Even the new Reform party got some seats, including Nigel Farage who, after changing parties several times over his career, was finally elected an MP on his 8th attempt.  It’ll be interesting to see how the new parliament works with such a wide range of views because it seems closer to representing the views of voters better than previous parliaments.
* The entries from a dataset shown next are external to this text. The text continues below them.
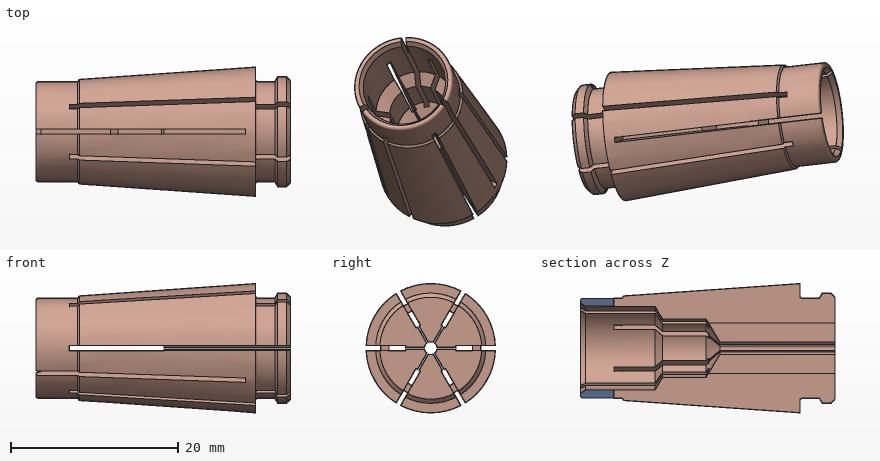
import cadquery as cq
import math

total_length = 30.5

tail_radius = 6.0
tail_edge_fillet = 0.3
taper_lead_start = 5.0
taper_start = 5.2
taper_end = 26.3
taper_end_radius = 7.75
taper_angle = 4.0
taper_start_radius = taper_end_radius - (taper_end - taper_start) * math.tan(math.radians(taper_angle))
neck_radius = 6.0
neck_fillet = 0.3
collar_start = 28.6
collar_radius = 6.6
collar_lead_length = 0.35
nose_chamfer = 0.5

entry_radius = 5.4
entry_length = 0.6
large_bore_radius = 5.0
large_bore_depth = 8.95
medium_bore_radius = 3.5
medium_bore_depth = 15.05
pilot_radius = 0.75
drill_point_angle = 118.0

slot_width = 0.6
slit_width = 0.2
slot_floor_radius = 3.0
nose_slot_count = 6
nose_slot_start = 4.0
tail_slot_count = 3
tail_slot_end = 25.1
tail_slot_first_angle = 90.0
cutter_clearance = 1.0
slot_outer_radius = taper_end_radius + cutter_clearance


def drill_cone_length(outer_radius, inner_radius):
    """Axial length of the drill-point cone between two radii."""
    return (outer_radius - inner_radius) / math.tan(math.radians(drill_point_angle / 2))


def revolve_about_x(outline):
    """Revolve a closed (x, radius) outline about the collet axis."""
    return outline.revolve(360, (0, 0, 0), (1, 0, 0))


def make_outer_body():
    outline = (
        cq.Workplane("XY")
        .lineTo(0, tail_radius - tail_edge_fillet)
        .radiusArc((tail_edge_fillet, tail_radius), tail_edge_fillet)
        .lineTo(taper_lead_start, tail_radius)
        .lineTo(taper_start, taper_start_radius)
        .lineTo(taper_end, taper_end_radius)
        .lineTo(taper_end, neck_radius + neck_fillet)
        .radiusArc((taper_end + neck_fillet, neck_radius), -neck_fillet)
        .lineTo(collar_start, neck_radius)
        .lineTo(collar_start + collar_lead_length, collar_radius)
        .lineTo(total_length - nose_chamfer, collar_radius)
        .lineTo(total_length, collar_radius - nose_chamfer)
        .lineTo(total_length, 0)
        .close()
    )
    return revolve_about_x(outline)


def make_bore():
    medium_bore_start = large_bore_depth + drill_cone_length(large_bore_radius, medium_bore_radius)
    pilot_start = medium_bore_depth + drill_cone_length(medium_bore_radius, pilot_radius)
    points = [
        (0, 0),
        (0, entry_radius),
        (entry_length, large_bore_radius),
        (large_bore_depth, large_bore_radius),
        (medium_bore_start, medium_bore_radius),
        (medium_bore_depth, medium_bore_radius),
        (pilot_start, pilot_radius),
        (total_length, pilot_radius),
        (total_length, 0),
    ]
    return revolve_about_x(cq.Workplane("XY").polyline(points).close())


def make_radial_slot(x_start, x_end, floor_radius, width, angle):
    """Flat-floored slot cutter; angle is measured from +Y toward +Z."""
    slot = cq.Workplane("XY").box(
        x_end - x_start, slot_outer_radius - floor_radius, width, centered=(False, False, True)
    )
    return slot.translate((x_start, floor_radius, 0)).rotate((0, 0, 0), (1, 0, 0), angle)


def cut_nose_slots(body):
    """Cut slots from the nose, each continuing to the pilot bore as a narrow slit."""
    for index in range(nose_slot_count):
        angle = index * 360 / nose_slot_count
        slot = make_radial_slot(nose_slot_start, total_length, slot_floor_radius, slot_width, angle)
        slit = make_radial_slot(nose_slot_start, total_length, 0, slit_width, angle)
        body = body.cut(slot).cut(slit)
    return body


def cut_tail_slots(body):
    """Cut slots from the tail, midway between nose slots and stopping short of the neck."""
    for index in range(tail_slot_count):
        angle = tail_slot_first_angle + index * 360 / tail_slot_count
        slot = make_radial_slot(0, tail_slot_end, slot_floor_radius, slot_width, angle)
        body = body.cut(slot)
    return body


body = make_outer_body().cut(make_bore())
body = cut_nose_slots(body)
result = cut_tail_slots(body)

My diehard Conservative friend and I occasionally discuss the de/merits of Proportional Representation and he recently asked if I was still in favour of PR if it let people from parties I don’t like become MPs.  I replied that he was missing the point because that was exactly what a properly constructed and regulated PR system would achieve.  Just because I don’t like some parties’ policies doesn’t mean that I think they should be excluded from debates and, indeed, I believe that the more different points of view are discussed, the better the ultimate conclusion is likely to be.

Still, its’s going to take a few years to rebuild Britain and I just hope that Labour realises many of us would be happy to pay more tax to rebuild health and social care services and, if it impoverishes the privateer contractors who’ve been ripping billions of pounds out of public services, tough.